In calculus, definite integrals are a core concept that help determine the total accumulation of a function over a specified interval. A definite integral is expressed as \( \int_{a}^{b} f(x) \, dx \), where \( a \) and \( b \) are the boundaries of the interval. The definite integral calculates the area under the curve of the function \( f(x) \) from \( x = a \) to \( x = b \). This makes them very useful for finding total quantities related to rate changes, such as displacement from velocity.

• The integral symbol \( \int \) denotes the integration process.
• \( f(x) \) is the function being integrated.
• The \( dx \) term signifies the variable of integration.

This process involves finding the antiderivative of the function and then evaluating it at the upper and lower bounds of the interval. Finally, subtract the value at \( a \) from the value at \( b \) to determine the area or accumulated quantity.

Antiderivatives, also known as indefinite integrals, represent the process of reversing differentiation. When you find an antiderivative, you're essentially identifying a function whose derivative is the given function. This is crucial for understanding definite integrals, as they rely on evaluating antiderivatives at specific bounds. For example, the antiderivative of \( \frac{1}{x} \) is \( \ln|x| \), a fundamental integral result.
For definite integrals like \( \int_{1}^{2} \frac{1}{x} \, dx \), the antiderivative \( \ln|x| \) is used. Evaluating this antiderivative from 1 to 2 results in \( \ln 2 - \ln 1 = \ln 2 \).

• Finding an antiderivative is the reverse of differentiation.
• Each basic function has standard antiderivatives.
• Constant terms may appear due to indefinite boundaries.

Antiderivatives make it possible to compute the exact value of the definite integral by substituting the interval's bounds into the found antiderivative.

Exponential functions are characterized by a constant base raised to a variable exponent, such as \( e^x \). They frequently appear in integrals due to their unique properties, like the constant rate of growth. When dealing with exponential functions in integrals, the antiderivatives often involve exponential terms as well.

• The function \( e^x \) differentiates to itself, thus \( \int e^x \, dx = e^x + C \).
• For functions like \( e^{-x} \), the antiderivative involves a negative exponent: \( \int e^{-x} \, dx = -e^{-x} + C \).

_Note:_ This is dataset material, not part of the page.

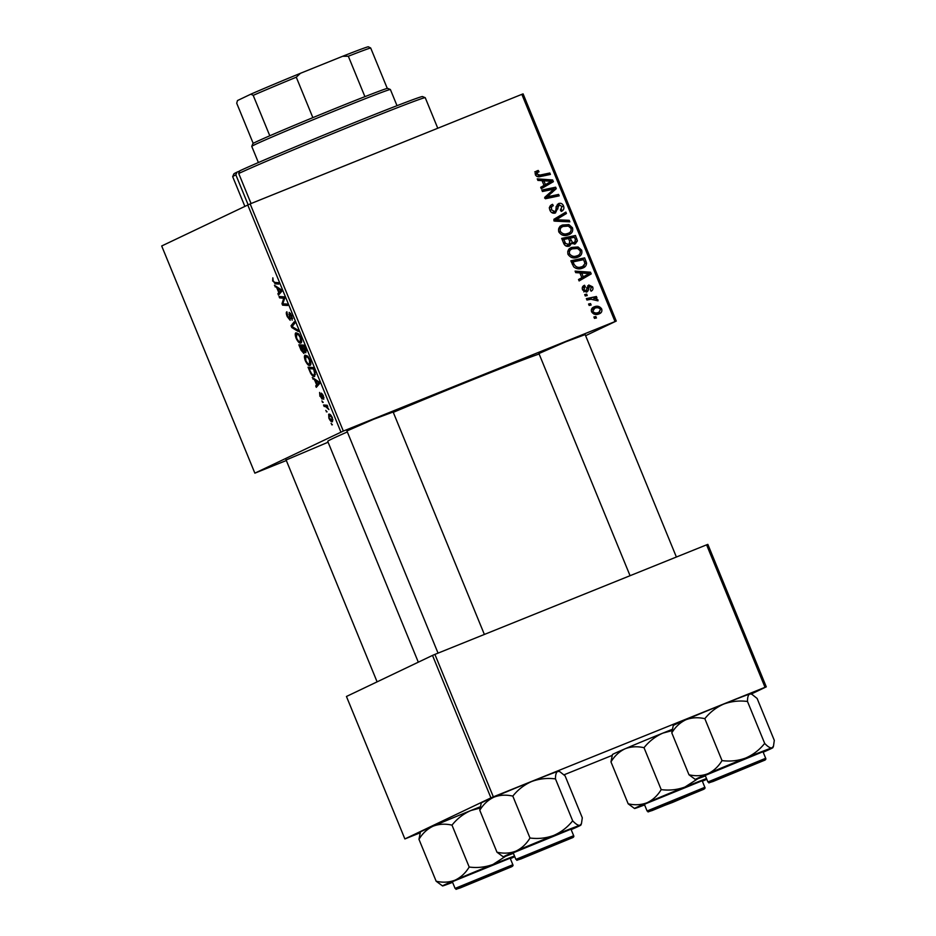 <?xml version="1.0" encoding="UTF-8"?>
<svg xmlns="http://www.w3.org/2000/svg" width="936" height="936" viewBox="0 0 936 936"><rect width="100%" height="100%" fill="white"/><g stroke="black" fill="none" stroke-linecap="round" stroke-linejoin="round"><path stroke-width="1.4" d="M286.112 459.985L328.091 442.213M346.928 430.958L373.464 419.34L393.143 412.004M538.949 353.539L565.484 341.921L585.152 334.585M418.31 662.185L327.729 441.336A116.544 2.129 -22.3 0 1 332.76 438.551A116.544 2.129 -22.3 0 1 347.338 431.952M393.272 412.331A116.544 2.129 -22.3 0 1 539.136 354.007M286.334 460.512L254.861 473.16L161.694 245.981L250.158 203.896L343.325 431.063L254.861 473.16M310.062 365.403C308.786 366.034 307.195 364.455 305.288 360.652C304.188 357.47 304.141 355.645 305.159 355.189L307.71 356.171L309.968 359.88C311.103 363.156 311.138 364.993 310.062 365.403L309.991 365.426M314.683 380.156L312.273 377.512L318.907 381.829L319.609 383.549L316.298 387.34L315.725 385.925L316.649 384.942L314.683 380.156L315.701 379.747M272.657 281.069L272.844 277.828L273.172 280.94L274.693 282.415L278.238 282.649L278.811 284.076L275.149 283.83L273.148 280.87M290.16 320.276L287.235 316.614C286.123 313.771 286.006 312.156 286.896 311.782L287.75 316.485L289.552 318.895L289.189 312.367L291.821 315.619L292.161 320.159L291.318 315.806L289.786 313.759L290.16 320.276M298.256 331.473L291.775 327.53L291.037 325.74L294.267 321.738L294.84 323.154L292.079 326.582L297.636 329.963L298.256 331.473M300.877 342.997C299.59 343.641 297.999 342.061 296.104 338.247C295.004 335.065 294.957 333.239 295.963 332.783L298.525 333.766L300.784 337.475C301.918 340.751 301.942 342.599 300.877 342.997L300.807 343.021M332.374 424.827L331.087 423.376L332.374 424.827M340.915 432.081L247.736 204.914M303.919 353.469L301.064 350.193L298.853 344.799L303.861 345.138L305.967 350.485L305.815 352.778L304.06 351.398L303.919 353.469M276.857 287.925L274.447 285.281L281.081 289.598L281.783 291.318L278.472 295.097L277.898 293.693L278.823 292.711L276.857 287.925L277.875 287.516M282.695 298.163L279.618 297.905L279.045 296.49L284.053 296.852L284.661 298.327L282.789 303.837L287.013 304.06L287.598 305.487L282.59 305.148L281.982 303.673L283.842 298.139L282.695 298.163L284.322 297.508M319.913 396.302L319.597 392.453L320.311 396.185L321.516 397.812L321.27 393.12L323.318 395.647L323.727 399.274L321.902 394.489L322.124 399.192L320.287 396.139M314.683 376.377C313.677 376.962 312.331 375.933 310.658 373.312L308.038 367.204L313.045 367.532L315.081 372.633L314.59 376.424M332.502 421.656C331.543 422.218 330.338 421.048 328.875 418.158L328.688 414.262C329.671 413.642 330.899 414.823 332.397 417.795L332.455 421.68M327.062 411.875L325.775 410.424L327.062 411.875M325.611 406.575L324.137 406.435L323.552 405.007L327.19 405.253L327.775 406.669L327.015 406.61L328.887 409.57L325.611 406.575L327.425 405.838M323.189 402.421L321.89 400.982L323.189 402.421M577.863 257.154C573.791 258.827 570.504 257.88 567.988 254.288C567.263 250.977 568.48 248.684 571.65 247.42L578.097 246.975L581.677 250.193C582.426 253.621 581.151 255.937 577.863 257.154L578.506 256.873M579.887 272.879L575.71 272.633L575.09 271.112L590.499 272.2L591.201 273.909L579.115 280.94L578.53 279.525L581.853 277.664L579.887 272.879M537.849 172.13L536.89 174.201L540.06 175.067L549.818 173.008L550.403 174.435L540.306 176.565C538.141 177.243 536.492 176.623 535.357 174.716L537.053 170.82L538.282 170.469L539.019 171.803L535.053 173.488M552.884 205.826L551.55 206.786L551.468 209.746L554.744 211.618L555.715 210.799L556.405 206.259L558.57 203.545C560.84 202.831 562.489 203.638 563.519 205.943C564.385 208.435 563.683 210.249 561.413 211.384L560.418 210.144L561.998 206.505L559.225 204.914L555.446 212.963C552.93 213.677 551.093 212.776 549.935 210.261C548.917 207.371 549.795 205.405 552.568 204.329L553.305 205.674L549.233 207.897M552.135 212.823L555.715 210.799M559.225 204.914L555.961 207.008M569.848 221.832L554.58 221.13L553.855 219.34L565.859 212.098L566.432 213.513L556.148 219.714L569.228 220.323L569.848 221.832M568.678 234.76C564.607 236.422 561.308 235.474 558.804 231.894C558.067 228.571 559.283 226.278 562.466 225.026L568.901 224.581L572.481 227.799C573.241 231.215 571.966 233.532 568.678 234.76L569.322 234.468M596.443 317.971L594.465 318.38L593.892 316.976L595.846 316.532L596.443 317.971M615.01 321.516L521.843 94.349L523.095 93.881L616.262 321.06L343.325 431.063M521.843 94.349L250.158 203.896M569.462 246.063C567.029 246.847 565.168 246.098 563.881 243.793L561.67 238.399L575.453 235.498L577.418 240.891L575.266 243.922L571.37 243.337L569.731 245.946M542.061 180.648L537.884 180.402L537.252 178.881L552.673 179.958L553.375 181.678L541.289 188.698L540.704 187.294L544.027 185.433L542.061 180.648M550.871 189.786L542.435 191.506L541.85 190.09L555.645 187.212L556.253 188.686L546.928 196.946L558.605 194.419L559.19 195.846L545.407 198.748L544.799 197.274L554.089 188.99L550.871 189.786M585.316 286.58L583.807 289.528L585.995 290.792L588.756 284.989L592.628 286.849C593.377 288.838 592.874 290.277 591.096 291.19L590.359 289.856L591.423 287.258L589.54 286.311L588.077 290.768L586.673 292.149L582.613 289.938C581.818 287.773 582.414 286.229 584.403 285.316L585.316 286.58L582.239 288.077M583.947 291.775L586.685 290.172M589.54 286.311L587.106 287.574M573.686 266.83L570.855 260.805L584.637 257.891L586.556 263.039C586.427 265.59 585.14 267.263 582.683 268.07C579.431 269.474 576.436 269.053 573.686 266.83M583.327 267.778L582.683 268.07M599.145 313.841C596.045 315.198 593.518 314.508 591.575 311.805C590.955 309.477 591.739 307.862 593.939 306.973C597.145 305.522 599.73 306.201 601.708 308.997C602.281 311.384 601.427 312.998 599.145 313.841L599.602 313.642M591.131 305.019L589.154 305.428L588.58 304.024L590.534 303.58L591.131 305.019M590.967 299.239L586.942 300.035L586.357 298.607L596.384 296.501L596.969 297.917L594.886 298.338L597.917 299.766L597.975 300.854L590.967 299.239M587.246 295.565L585.281 295.975L584.707 294.583L586.661 294.126L587.246 295.565M616.262 321.06L585.608 335.685M612.062 755.446L564.034 774.809M420.053 832.865L404.878 838.937L490.932 797.87L432.502 655.411L346.449 696.478L404.878 838.937M706.598 544.846L707.85 544.378L766.28 686.848L765.028 687.305L706.598 544.846L434.912 654.393L493.342 796.852L490.932 797.87M765.028 687.305L493.342 796.852M766.28 686.848L751.292 693.997M432.502 655.411L434.912 654.393M594.056 317.386L595.846 316.532M561.904 238.972L575.453 235.498M573.125 236.609L573.475 237.451M575.605 241.757L577.418 240.891M575.09 242.307L574.259 244.214M569.778 244.097L571.37 243.337M569.041 244.6L568.374 246.344M565.882 245.946L566.97 245.583M571.954 243.781L572.586 243.524M572.317 243.664L574.634 242.553L575.406 239.651L574.423 237.253L570.129 238.154L572.528 242.494L574.798 242.471L572.469 243.582M568.655 238.855L570.129 238.154M570.199 243.606L572.528 242.494M566.608 245.758L568.924 244.647L569.731 241.465L568.515 238.493L563.858 239.476L565.566 243.454L569.135 244.553L566.818 245.665M562.396 240.178L563.858 239.476M564.057 244.179L565.566 243.454M560.137 226.138L566.584 225.681L568.901 224.581M571.019 228.501L572.481 227.799M570.398 231.812L568.035 234.994M562.197 235.018L568.246 233.298C570.562 232.421 571.475 230.782 570.96 228.349L568.374 226.079L562.969 226.453L558.57 229.039M565.917 234.409L568.246 233.298C565.075 234.679 562.442 234.035 560.348 231.391L558.886 232.081M562.969 226.453C560.711 227.343 559.833 228.992 560.348 231.391M563.624 213.443L564.104 214.625L566.432 213.513M564.104 214.625L553.819 220.826L566.9 221.434L569.228 220.323M554.358 220.568L556.148 219.714M550.391 205.709L550.953 206.739M549.455 207.792L551.55 206.786M550.005 210.448L551.468 209.746M552.415 212.729L553.387 211.91L552.415 212.729M557.329 204.376L559.447 204.832M562.056 206.645L563.519 205.943M561.565 209.477L560.91 211.056M556.312 206.844L558.289 205.897M555.504 211.091L554.475 213.232M534.725 171.92L538.282 170.469M535.954 171.581L536.585 172.727M535.427 174.892L536.89 174.201M536.749 176.354L549.818 173.008M547.501 174.119L547.841 174.974M537.79 180.192L550.345 181.069L552.673 179.958M550.59 181.666L551.047 182.789L553.375 181.678M551.047 182.789L541.207 188.51M548.461 181.128L543.875 180.8L545.442 184.626L551.538 181.186L548.461 181.128M542.412 181.502L543.875 180.8M543.98 185.328L545.442 184.626M542.084 190.663L555.645 187.212M553.328 188.323L553.656 189.13M553.714 189.283L556.253 188.686M553.925 189.797L544.6 198.058L550.508 196.092M545.033 197.847L546.928 196.946M548.192 197.203L558.605 194.419M556.276 195.53L556.627 196.384M583.713 285.655L584.579 285.246M582.543 286.896L582.988 287.68M582.672 290.078L583.807 289.528M587.609 285.878L589.212 286.463M591.482 287.399L592.628 286.849M587.211 287.422L586.521 287.855M586.006 290.792L585.749 291.868L588.077 290.768M575.617 272.423L588.171 273.3L590.499 272.2M588.416 273.897L588.873 275.02L591.201 273.909M588.873 275.02L579.033 280.741M586.287 273.359L581.712 273.043L583.268 276.857L589.364 273.429L586.287 273.359M580.238 273.733L581.712 273.043M581.806 277.559L583.268 276.857M571.089 261.366L584.637 257.891M582.309 259.003L582.66 259.857M584.941 263.812L586.556 263.039M584.181 265.391L582.016 268.304M579.864 267.743L582.742 266.386L584.953 263.542L583.608 259.658L573.043 261.881L573.78 263.683C575.64 267.263 578.436 268.246 582.18 266.631L576.073 268.398M571.58 262.583L573.043 261.881M572.317 264.373L573.78 263.683M569.322 248.531L575.769 248.087L578.097 246.975M580.203 250.895L581.677 250.193M579.583 254.218L577.22 257.4M571.381 257.423L577.43 255.703C579.747 254.826 580.659 253.176 580.156 250.754L577.559 248.473L572.165 248.847L567.754 251.445M575.102 256.815L577.43 255.703C574.259 257.072 571.627 256.441 569.533 253.785L568.07 254.487M572.165 248.847C569.895 249.748 569.018 251.398 569.533 253.785M592.593 307.745L597.004 307.78M600.561 309.547L601.708 308.997M599.625 311.875L598.256 314.157M593.857 314.04L598.923 312.285L600.514 309.418C598.911 307.593 596.957 307.23 594.652 308.318L591.318 309.956M596.244 313.548L598.572 312.437C596.314 313.455 594.372 313.08 592.745 311.349L591.61 311.887M594.652 308.318L592.745 311.349M588.744 304.434L590.534 303.58M586.591 299.181L596.384 296.501M594.056 297.613L594.442 298.549M593.693 298.912L594.886 298.338M596.361 300.514L597.917 299.766M584.871 294.98L586.661 294.126M332.257 424.534L331.66 424.78M303.849 346.507L302.293 346.414L305.218 351.386L304.34 346.32M304.083 345.688L302.293 346.414M306.107 351.023L305.218 351.386L306.107 351.023M304.329 350.883L305.218 351.386M301.708 346.367L300.023 346.25L303.358 352.065L301.708 346.367L303.989 345.454M302.948 345.068L300.023 346.25M304.141 351.749L303.358 352.065M298.666 335.018L296.525 334.187L296.618 338.118C298.128 340.996 299.368 342.143 300.351 341.57L300.28 337.65L298.666 335.018L299.333 334.749M301.661 341.043L300.292 341.593L301.661 341.043M292.933 327.062L291.775 327.53M293.658 324.687L291.037 325.74M290.511 318.509L289.552 318.895M290.441 318.088L289.762 318.357M289.622 314.11L288.955 314.379M292.629 318.345L291.646 318.743M290.675 313.396L289.821 313.747L290.675 313.396M278.086 282.637L275.149 283.83M276.12 286.381L275.067 286.802M280.683 292.57L277.898 293.693M281.514 291.623L278.823 292.711M279.618 289.75L277.653 288.464L279.209 292.289L280.905 290.476L279.618 289.75L280.671 289.329M278.694 288.042L277.653 288.464M281.759 291.26L279.209 292.289M282.52 296.747L279.618 297.905M285.562 303.943L282.59 305.148M283.093 303.229L281.982 303.673M284.38 299.263L283.175 299.754M284.474 297.882L283.842 298.139M322.253 397.507L321.516 397.812M323.938 397.554L323.095 397.894M322.604 394.208L321.902 394.489M313.946 378.612L312.893 379.033M318.521 384.801L315.725 385.925M319.34 383.865L316.649 384.942M317.444 381.993L315.479 380.706L317.047 384.52L318.731 382.707L317.444 381.993L318.497 381.56M316.52 380.285L315.479 380.706M319.585 383.491L317.047 384.52M313.045 368.913L309.208 368.655L309.945 370.457C311.571 374.119 312.963 375.628 314.133 374.962L314.531 372.75L313.525 368.714M312.144 367.474L309.208 368.655M315.444 374.435L314.133 374.962M307.85 357.423L305.709 356.593L305.815 360.524C307.312 363.39 308.552 364.549 309.535 363.975L309.477 360.056L307.85 357.423L308.517 357.154M310.857 363.449L309.477 363.999L310.857 363.449M332.385 417.76L329.308 415.642L328.875 418.158M330.759 415.057L329.308 415.642M332.994 419.831L331.929 420.252L331.999 417.912M329.25 417.994L331.929 420.252M326.945 411.594L326.348 411.828M327.073 405.241L324.137 406.435M327.635 406.353L327.015 406.61M323.06 402.141L322.464 402.375M248.122 204.75L235.86 174.856A104.06 1.895 157.7 0 0 232.701 176.647A104.06 1.895 157.7 0 0 232.69 176.693L244.834 206.294M239.686 171.031L236.925 172.177L235.86 174.856M238.727 173.488L239.756 170.832A101.977 1.86 -22.3 0 1 343.711 126.933A101.977 1.86 -22.3 0 1 422.499 96.56L425.213 97.695A104.06 1.895 157.7 0 0 425.213 97.695A104.06 1.895 157.7 0 0 344.799 128.688A104.06 1.895 157.7 0 0 238.727 173.488L251.047 203.533M232.701 176.647L233.836 173.944A101.977 1.86 -22.3 0 1 236.925 172.177M704.831 718.672C709.979 712.226 716.274 707.359 723.703 704.083A41.886 0.76 -22.3 0 0 685.854 719.772C680.086 722.545 675.394 726.909 671.791 732.865L673.241 725.54A41.886 0.76 -22.3 0 1 675.055 724.569A41.886 0.76 -22.3 0 1 685.854 719.772C691.751 717.514 698.069 717.152 704.831 718.672L722.019 760.594C718.415 766.549 713.723 770.913 707.955 773.686C702.07 775.944 695.74 776.307 688.99 774.786L695.366 779.477A41.886 0.76 -22.3 0 1 707.955 773.686A41.886 0.76 -22.3 0 1 745.805 757.985C738.165 760.792 730.232 761.658 722.019 760.594M751.748 694.184L750.742 693.763A41.886 0.76 -22.3 0 0 749.841 693.974A41.886 0.76 -22.3 0 0 723.703 704.083C731.344 701.286 739.276 700.409 747.49 701.473C747.454 697.261 748.238 694.758 749.841 693.974L751.748 694.184L757.119 698.455L774.306 740.376L773.464 746.249L771.954 747.876A41.886 0.76 -22.3 0 1 772.855 747.7A41.886 0.76 -22.3 0 1 771.053 748.671A41.886 0.76 -22.3 0 1 763.179 752.205M761.132 761.647L712.237 781.525L761.132 761.647M765.671 758.277L762.992 751.725L705.217 775.417L707.908 781.969L765.671 758.277C766.198 759.236 765.566 760.009 763.764 760.582L713.033 781.501C705.838 783.631 710.787 782.987 707.908 781.969M747.49 701.473L764.677 743.395C759.529 749.853 753.234 754.708 745.805 757.985A41.886 0.76 157.7 0 1 771.954 747.876C770.164 748.18 767.742 746.682 764.677 743.395M671.791 732.865L688.99 774.786M705.416 775.885A41.886 0.76 -22.3 0 1 696.255 779.267A41.886 0.76 -22.3 0 1 695.366 779.477M756.557 763.554L716.087 779.969L756.557 763.554M566.058 840.247L524.078 857.388L566.058 840.247M512.811 796.103C517.971 789.645 524.254 784.777 531.683 781.501A41.886 0.76 -22.3 0 0 493.834 797.203C488.077 799.964 483.385 804.328 479.782 810.283L481.233 802.971A41.886 0.76 -22.3 0 1 483.034 801.988A41.886 0.76 -22.3 0 1 493.834 797.203C499.73 794.933 506.06 794.57 512.811 796.103L529.998 838.012C526.395 843.968 521.715 848.332 515.947 851.105C510.05 853.363 503.732 853.737 496.969 852.205L503.346 856.896A41.886 0.76 -22.3 0 1 515.947 851.105A41.886 0.76 -22.3 0 1 553.796 835.415C546.144 838.211 538.212 839.077 529.998 838.012M559.74 771.615L558.722 771.182A41.886 0.76 -22.3 0 0 557.833 771.393A41.886 0.76 -22.3 0 0 531.683 781.501C539.335 778.705 547.256 777.839 555.469 778.904C555.434 774.68 556.218 772.177 557.833 771.393L559.74 771.615L565.098 775.885L582.297 817.795L581.455 823.668L579.934 825.306A41.886 0.76 -22.3 0 1 580.846 825.119A41.886 0.76 -22.3 0 1 579.033 826.102A41.886 0.76 -22.3 0 1 571.171 829.624M569.111 839.077L520.217 858.955L569.111 839.077M573.663 835.696L570.972 829.156L513.209 852.836L515.888 859.388L573.663 835.696C574.189 836.655 573.546 837.427 571.744 838.012L521.013 858.92C513.817 861.05 518.766 860.406 515.888 859.388M555.469 778.904L572.668 820.813C567.509 827.272 561.226 832.139 553.796 835.415A41.886 0.76 157.7 0 1 579.934 825.306C578.155 825.599 575.734 824.101 572.668 820.813M479.782 810.283L496.969 852.205M513.408 853.316A41.886 0.76 -22.3 0 1 504.247 856.686A41.886 0.76 -22.3 0 1 503.346 856.896M655.645 808.751L697.624 791.622L655.645 808.751M644.6 804.913A41.886 0.76 157.7 0 1 635.439 808.294A41.886 0.76 -22.3 0 1 634.549 808.505A41.886 0.76 -22.3 0 1 636.34 807.499A41.886 0.76 -22.3 0 1 647.15 802.714C641.254 804.972 634.924 805.334 628.173 803.813L634.549 808.505M652.579 809.921L701.473 790.031L672.493 802.456L652.579 809.921M645.758 803.708L644.413 804.445L647.092 810.997L704.855 787.305L702.175 780.753L645.758 803.708M610.974 761.892C614.589 755.937 619.269 751.573 625.037 748.8A41.886 0.76 -22.3 0 0 612.425 754.568L610.974 761.892L628.173 803.813M661.202 789.621C657.598 795.577 652.907 799.941 647.15 802.714A41.886 0.76 -22.3 0 1 684.988 787.012C677.348 789.82 669.415 790.686 661.202 789.621L644.015 747.7C649.163 741.253 655.457 736.386 662.887 733.11L671.896 730.677M672.025 729.448A41.886 0.76 -22.3 0 0 662.887 733.11A41.886 0.76 -22.3 0 0 625.037 748.8C630.934 746.542 637.252 746.179 644.015 747.7M697.835 778.74L684.988 787.012A41.886 0.76 -22.3 0 1 706.505 778.553M706.809 779.278A41.886 0.76 -22.3 0 1 702.363 781.221M465.133 885.444L505.615 869.041L465.133 885.444M452.591 882.344A41.886 0.76 157.7 0 1 443.43 885.713A41.886 0.76 -22.3 0 1 442.529 885.924A41.886 0.76 -22.3 0 1 444.331 884.918A41.886 0.76 -22.3 0 1 455.13 880.132C449.233 882.391 442.915 882.765 436.153 881.232L442.529 885.924M460.57 887.351L509.465 867.45L460.57 887.351M453.738 881.127L452.392 881.864L455.083 888.416L512.846 864.724L510.155 858.183L453.738 881.127M418.965 839.311C422.569 833.356 427.261 828.992 433.029 826.231A41.886 0.76 -22.3 0 0 420.416 831.999L418.965 839.311L436.153 881.232M469.193 867.04C465.578 872.995 460.898 877.36 455.13 880.132A41.886 0.76 -22.3 0 1 492.979 864.443C485.328 867.239 477.407 868.105 469.193 867.04L451.994 825.131C457.154 818.672 463.437 813.805 470.866 810.529L479.887 808.107M480.016 806.879A41.886 0.76 -22.3 0 0 470.866 810.529A41.886 0.76 -22.3 0 0 433.029 826.231C438.914 823.961 445.243 823.598 451.994 825.131M505.814 856.159L492.979 864.443A41.886 0.76 -22.3 0 1 514.496 855.984M514.788 856.697A41.886 0.76 -22.3 0 1 510.354 858.651M251.761 146.355L252.895 143.641A72.844 1.334 -22.3 0 1 269.79 135.778A72.844 1.334 -22.3 0 1 312.858 117.643A72.844 1.334 -22.3 0 1 340.634 106.318A72.844 1.334 -22.3 0 1 364.911 96.654A72.844 1.334 -22.3 0 1 387.27 88.405A72.844 1.334 -22.3 0 1 387.656 88.37L390.37 89.505A74.927 1.369 157.7 0 0 390.37 89.505A74.927 1.369 157.7 0 0 342.003 107.968A74.927 1.369 157.7 0 0 251.761 146.355A74.927 1.369 157.7 0 0 251.761 146.379L258.383 162.536M253.2 143.395L236.714 103.217L237.487 100.55L250.848 94.173A70.762 1.287 -22.3 0 1 300.433 73.3L342.611 56.289A70.762 1.287 -22.3 0 1 368.339 46.8L370.691 47.982A72.844 1.334 157.7 0 0 348.332 56.23L342.611 56.289M269.79 135.778L253.2 95.355L250.848 94.173M364.911 96.654L348.332 56.23M300.433 73.3L296.279 77.208A72.844 1.334 157.7 0 0 253.2 95.355M312.858 117.643L296.279 77.208M387.27 88.405L370.691 47.982M575.394 239.639L576.868 238.937M569.591 241.137L571.054 240.435M563.472 242.798L564.934 242.096M556.99 219.001L559.318 217.901M556.897 220.919L559.225 219.808M556.007 209.781L557.938 208.857M537.732 176.179L540.06 175.067M549.841 193.588L552.17 192.477M546.823 196.314L549.151 195.214M586.977 288.955L588.487 288.241M584.544 261.951L586.018 261.249M289.949 315.959L289.353 316.204M281.537 290.71L280.039 291.318M319.363 382.941L317.866 383.549M763.694 760.617L710.833 781.934L763.694 760.617M571.685 838.036L518.813 859.353L571.685 838.036M650.017 810.962L702.877 789.645L650.017 810.962M457.996 888.381L510.869 867.064L457.996 888.381M554.896 211.548L552.568 212.647M586.065 290.768L583.736 291.868M589.364 286.381L587.036 287.492M425.248 97.718L437.767 128.244M772.855 747.7L773.464 746.249M585.012 334.234L676.389 557.025M538.797 353.176L630.057 575.698M484.368 634.444L393.003 411.653M438.048 653.129L346.788 430.607M580.846 825.119L581.455 823.668M647.092 810.997C649.97 812.015 645.021 812.659 652.216 810.529L702.948 789.61C704.761 788.884 705.405 788.112 704.855 787.305M285.971 459.635L377.103 681.841M455.083 888.416C457.961 889.434 453.001 890.077 460.196 887.948L510.939 867.04C512.752 866.303 513.384 865.531 512.846 864.724M390.394 89.528L397.016 105.686"/></g></svg>

In our exercise, finding the antiderivative of \( e^{-x} \) was key to solving the integral. After computing the antiderivative, it was evaluated over the specified interval \( 1 \) to \( 2 \). This resulted in \( -e^{-2} + e^{-1} \), which when combined with the other component of the integral, provided the solution. Understanding the behavior and integration of exponential functions is vital in calculus as they describe many natural phenomena and processes.